Congrats for getting started and welcome to the forum!! I love Woodland Scenics products. I used the video below to help me create my first diorama. Here is the link:

http://www.youtube.com/watch?v=3SfP4RpcDYw&list=PLvcb-znJz5BK-PsbVTfyY9oPRn3I2Qw7j&index=1

BUT! Im cheap. I used house paints that I had in the garage and watered them down to make a very thin "wash" to use on my project. You can see the results in this link to a custom set I did. Hey, its not the best, but it did cost me a thing. Here is the link:

http://www.modeltrainforum.com/album.php?albumid=307

Now each to his own, but it help me and you can try if you link. I used red and green house paint and it turned out ok. As far as the colors you want to use, what area are you modeling? If it is the area you live in, take a drive around the hillsides and snap some pic and come home and study them.


----------



## Bone1977 (Jan 17, 2014)

I'm not modeling a specific area first time out, want to get more into techniques and just making something that looks good. If wanted to model after something realistic I would take some shots from my front door. I'm literally 50 feet from Canadian National's Freeport Subdivision, 61.4 through Genoa, IL. The first night I slept in my house they were putting together a train outside the city, I thought it was some sort of rolling explosion. Now I can sleep through them blasting the horn at 4am.

Within the next few years they are supposed to start upgrading the lines for Metra and extending the Elgin lines through here for people living south of Rockford and in the Dekalb/Sycamore areas. CN 2164 is one of the regular engines that goes through the area and we have a few local train guys who post to Youtube about them going through Genoa.


----------



## DonR (Oct 18, 2012)

Bone

Some folks are content to have a G scale train in their yard...
but you have the FULL SCALE right there.

Anyhoo...for layout painting, buildings and landscaping,
check out the crafts section of Walmart. You'll find a total
palette of water based colors for only 97 cents each. While there, 
look for a packet of artists paint brushes, about 20 or
so for a couple bucks. Then, save up the inch or so
diameter screw caps from drink bottles. You'll use these
to mix the craft paints into endless hues that are especially
good for rocks, ledges and the like. I use a toothpick to stir
and mix. 

I had leftover greyish olive green paint that turned out to
be perfect as a base for lawns, fields and hillsides.
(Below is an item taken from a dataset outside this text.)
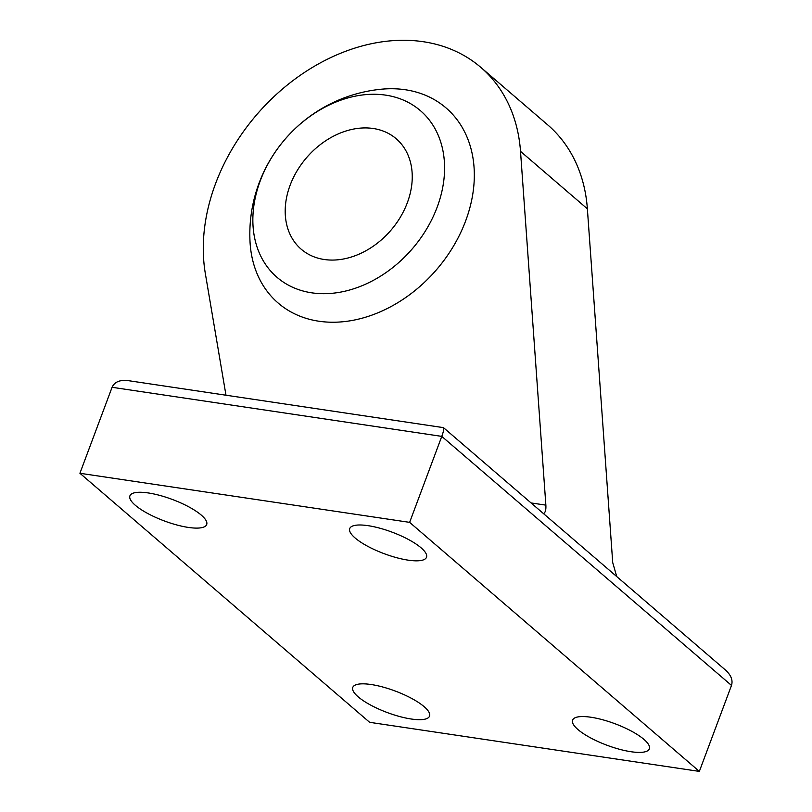 <?xml version="1.0" encoding="UTF-8"?>
<svg xmlns="http://www.w3.org/2000/svg" width="812" height="812" viewBox="0 0 812 812"><rect width="100%" height="100%" fill="white"/><g stroke="black" fill="none" stroke-linecap="round" stroke-linejoin="round"><path stroke-width="1.22" d="M463.378 444.743L725.613 670.174C731.104 675.198 733.063 680.283 731.49 685.419L699.345 771.4L369.643 722.315L79.921 473.274L409.634 522.36L699.345 771.4M409.634 522.36L441.779 436.379L112.076 387.294C114.553 381.944 119.851 379.712 127.981 380.605L443.474 427.64C444.144 428.523 443.575 431.436 441.779 436.379L731.49 685.419M543.451 513.58C545.329 512.717 546.131 509.895 545.867 505.135L520.512 151.347A182.121 139.106 -49.3 0 0 480.816 67.376A182.121 139.106 -49.3 0 0 293.873 79.911A182.121 139.106 -49.3 0 0 205.345 273.593L225.98 395.19M480.816 67.376L547.674 124.845A182.121 139.106 130.7 0 1 587.37 208.816L612.725 562.614L616.744 576.581M112.076 387.294L79.921 473.274M590.903 717.24A40.976 11.47 20.5 0 1 631.604 731.226A40.976 11.47 20.5 0 1 649.346 748.837A40.976 11.47 20.5 0 1 631.025 751.729A40.976 11.47 20.5 0 1 590.324 737.743A40.976 11.47 20.5 0 1 572.582 720.132A40.976 11.47 20.5 0 1 590.903 717.24M371.104 684.516A40.976 11.47 20.5 0 1 411.796 698.503A40.976 11.47 20.5 0 1 429.548 716.113A40.976 11.47 20.5 0 1 411.217 719.006A40.976 11.47 20.5 0 1 370.526 705.019A40.976 11.47 20.5 0 1 352.784 687.409A40.976 11.47 20.5 0 1 371.104 684.516M148.251 492.945A40.976 11.47 20.5 0 1 188.942 506.932A40.976 11.47 20.5 0 1 206.684 524.542A40.976 11.47 20.5 0 1 188.364 527.424A40.976 11.47 20.5 0 1 147.662 513.448A40.976 11.47 20.5 0 1 129.92 495.838A40.976 11.47 20.5 0 1 148.251 492.945M368.049 525.668A40.976 11.47 20.5 0 1 408.751 539.655A40.976 11.47 20.5 0 1 426.493 557.265A40.976 11.47 20.5 0 1 408.162 560.158A40.976 11.47 20.5 0 1 367.471 546.171A40.976 11.47 20.5 0 1 349.728 528.561A40.976 11.47 20.5 0 1 368.049 525.668M465.641 220.905A128.702 98.303 -49.3 0 0 380.574 89.29A145.693 145.693 0 0 0 249.994 241.205A128.702 98.303 -49.3 0 0 342.644 321.775A128.702 98.303 -49.3 0 0 465.641 220.905M290.107 185.268A72.847 55.642 130.7 0 1 396.205 138.75A72.847 55.642 130.7 0 1 407.34 202.716A72.847 55.642 130.7 0 1 301.232 249.233A72.847 55.642 130.7 0 1 290.107 185.268M437.171 207.161A109.935 83.971 -49.3 0 0 336.503 101.794A109.935 83.971 -49.3 0 0 272.487 273.015A109.935 83.971 -49.3 0 0 437.171 207.161M520.512 151.347L587.37 208.816M545.867 505.135L531.068 502.932M443.474 427.64L463.378 444.753"/></g></svg>

If you are going to scratch build buildings, WM also has
poster board, get the thicker type. Makes easy to
cut walls. You'll need basswood
or balsa strips in several of the smallest sizes to be used
for framing and trimming. Around 1.00 ea. at hobby
shops.

I have found that scratch building this and that little bit
of layout scenery is a very enjoyable pass time.

The pic shows what I just installed...and the unfinished
yard area in front of it. All of the paint you see is WM
craft paint.

Don


----------



## Bone1977 (Jan 17, 2014)

Thanks for the tips Don an Fasha. I went to WM last night looking for some matte finish to paint the bass board and saw those brush bags you mentioned, also nice foam packs for a few bucks as well. I never though of doing the water colors, but it makes sense.I also watched the Woodland videos on doing washes for the rocks so I think that is the direction I will go.

I'll snap some photos of the real deal in my yard. After the last round of snow they used some push plows to clear it and I have to say that is an impressive sight to see. It looks like a mini blizzard in motion, especially when they are going through the corn field areas at speed. Seeing a video online just doesn't do it justice.

We have an over/under and some tracks NW to SE as well. If I do a larger layout I could model it after the tracks and just do loops outside of town. Lots of archive pictures with the older trains when Genoa was just main street with the tracks behind them. If you want to see the track layout you can pull up 42.098674,-88.703922 on Google maps or something, that's the coordinate of the over/under. I'm along the East/West line and you can see the long siding line that runs off to the east.

We get anywhere from single engine to quads with 3 being the most common. There is a section where the ballast needs some work. You can see lots of vertical movement of the rails on the heavier trains. My only complaint is a few years ago they had to do a clear cut along the rails after they changed some of the rules. There are ungated pedestrian crosses all along the track and they tore them up for about a year until they did the cutting.

Damnit! I just spent the last 20 minutes staring at the overview!!


----------



## DonR (Oct 18, 2012)

There's a difference between Acrylic and water colors.
I should have used Acrylic when I mentioned the
paints at WM crafts section. Also they are available
either flat or with some sheen, sort of a semi gloss.

We all enjoy pics of the real trains. There's a forum
for posting them here. It's under Right Away,
Below.

Don


----------



## Bone1977 (Jan 17, 2014)

Well here we go. The foam is 36'x32' and just to get started I bought a few basic kits, a couple of molds, some plaster for said models, etc. I have some cheap paneling I will put around the back and edge where the hill will be and once I get the scenery built I will reserve a spot for a few builds  I'll start posting in the layout section once I get started!


----------